There are only 6 possible outcomes if you roll a six-sided dice: 1, 2, 3, 4, 5, and 6. The probabilities that you roll any of these
outcomes is 1/6, and the sum of the probabilities of the six different outcomes is 1. The discrete random variable here is the
value of a roll.


The following graphs show the results of rolling a six-sided dice 1000 times.

The frequencies and probabilities of each outcome can be determined from these graphs (ex. Rolling a 4 had a frequency of 160, meaning that 160 out of the 1000 rolls resulted in a value of 4. Also, Rolling a 4 had probability of about 0.16).

We can see that the CDF graph is a step function that is defined at each individual possible outcome and increases towards 1. The probability that the dice rolls a 6 or lower must be 1, because this interval contains the entire set of outcome values. The cumulative probability of each outcome can be determined from this graph (ex. Rolling a 4 had a cumulative probability of approximately 0.65, meaning that the probability of rolling a 4 or lower was about 65%).

Mathematically, a discrete probability distribution can be defined as a distribution with a set of outcomes that are discrete values, and are usually also pre-defined and finite. If X represents the discrete random variable, while x represents a possible outcome of X and j represents the set of all outcomes of X, then a discrete probability distribution is such that:

• $p(x) = P[X = x]\,$, where p(x) is the probability that X = x

• $\sum_x^{} P[X = j] = 1$, where the sum of all possible outcomes of X is 1

## Six-Sided Dice Demonstration

This applet demonstrates rolling a six-sided dice while recording the outcomes.

If you can see this message, you do not have the Java software required to view the applet.

## Continuous Probability Distributions

 Illustration: Weighing Apples

The average weight of an apple is about 150 grams. However, if you were to measure a number of apples, the outcomes that you
would obtain from measuring the weight of each apple would vary like so: 150.534... grams, 149.259...grams, 154.274... grams,
152.389... grams, and so on. There are an infinite number of outcomes that emerge from these measurements, so the probability
that an apple would weight exactly 152.234... grams is zero.

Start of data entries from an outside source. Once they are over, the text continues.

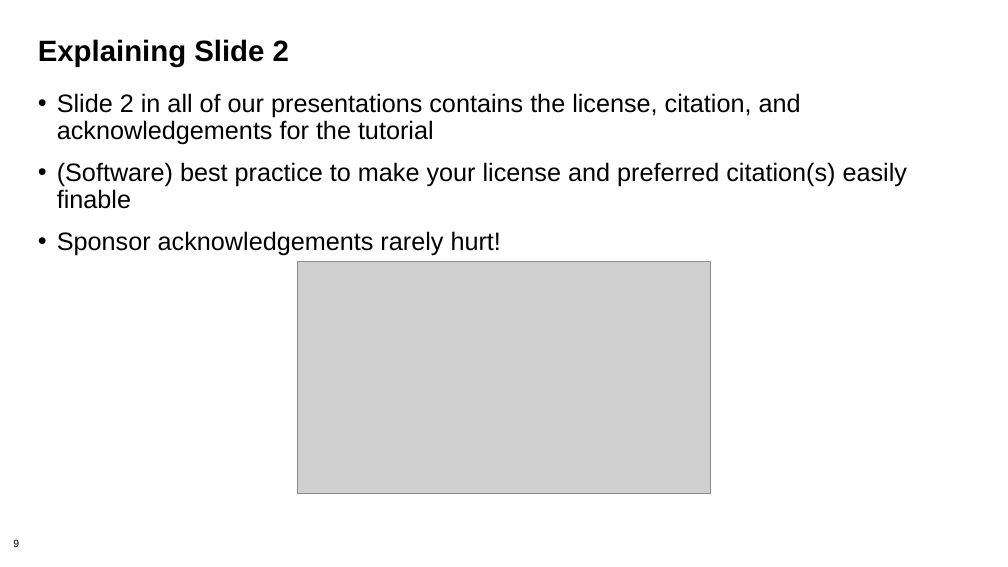
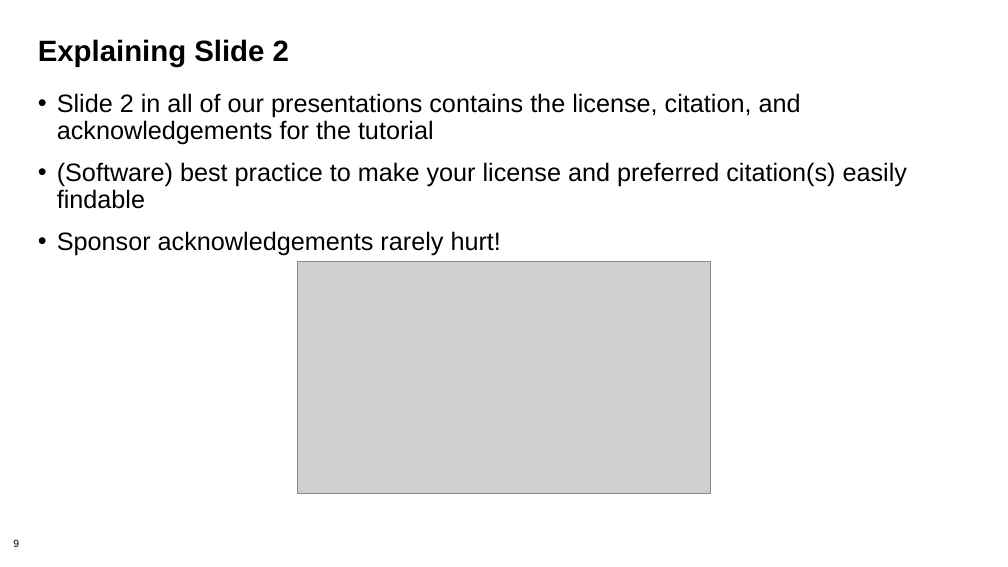
Before and after one commit to bssw-tutorial/presentations, a slide deck: slide 9 of intro-a.pptx. Drawn at 1008x567 pixels with LibreOffice and Linux fonts; fonts in the diff are those of the drawing; grey boxes stand for pictures; background and template pictures are left out. Boxes give left, top, right and bottom in pixels: in the first picture for what was removed or moved away, otherwise in the second. Text is boxed around its words. In the diff, an @@ line names an element or a change of style, - is before the commit and + after.

```diff
--- a/intro-a.pptx
+++ b/intro-a.pptx
@@ text at [57, 162, 907, 209]: text changed @@
-• (Software) best practice to make your license and preferred citation(s) easily finable
+• (Software) best practice to make your license and preferred citation(s) easily findable
```
Also in this commit, not shown: 1 other file.

The continuous random variable here is the weight of an apple.


The graphs below show the results of measuring the weights of 1000 apples.

It is unreasonable to plot the frequency of each outcome individually (each outcome is unique and would only have a frequency of 1), so the frequencies must be grouped by intervals to make a histogram that can be generalized into a function. Using the function, we can calculate the probability that the random variable with fall within an interval (ex. [a,b]) of values.

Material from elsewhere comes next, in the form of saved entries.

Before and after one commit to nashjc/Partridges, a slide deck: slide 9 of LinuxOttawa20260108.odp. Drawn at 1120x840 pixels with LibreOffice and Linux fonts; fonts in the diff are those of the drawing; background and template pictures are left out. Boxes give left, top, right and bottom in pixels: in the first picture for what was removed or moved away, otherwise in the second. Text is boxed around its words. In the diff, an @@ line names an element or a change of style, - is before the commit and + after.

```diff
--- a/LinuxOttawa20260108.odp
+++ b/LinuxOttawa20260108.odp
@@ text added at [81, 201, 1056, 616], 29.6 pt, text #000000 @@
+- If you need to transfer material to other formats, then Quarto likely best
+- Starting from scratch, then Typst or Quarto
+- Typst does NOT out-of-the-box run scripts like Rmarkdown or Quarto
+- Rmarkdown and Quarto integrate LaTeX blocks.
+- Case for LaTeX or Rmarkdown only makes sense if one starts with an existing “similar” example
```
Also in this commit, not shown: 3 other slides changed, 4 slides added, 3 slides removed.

The cumulative probability graph for this illustration ends at 1, and the cumulative probability of each outcome (ex. b) can be determined from this graph. Also, the CDF graph is steeper in the middle where the frequencies are greater.

Mathematically, continuous probability distribution can be defined as a distribution with an infinite set of uncountable outcomes. The probability that a random outcome is equal to any real-value is zero, because there are an infinite number of outcomes that are possible. Thus, probabilities can only be calculated over intervals. If X represents the continuous random variable while x represents a possible outcome of X, then a continuous probability distribution is such that:

• $p(a \leq x \leq b) = \int_a^b f(x)dx$, where p(a < x < b) is the probability of the interval [a, b] and f(x) is the function describing the distribution

• $P[X = x] = 0 \,$, where the probability of any single possible outcome is zero

• $\int_{-\infty}^{\infty} f(x)dx = 1$, where the sum of all the probabilities of the infinite set of outcomes is 1

## Cumulative Distribution Function $F(x)\,$

Various Cumulative Probability Functions

Another way to define these two types of distributions is by their relationship to the cumulative distribution function F(x). A cumulative distribution function (CDF) is used to find the probability that a random variable X is less than or equal to an outcome value a.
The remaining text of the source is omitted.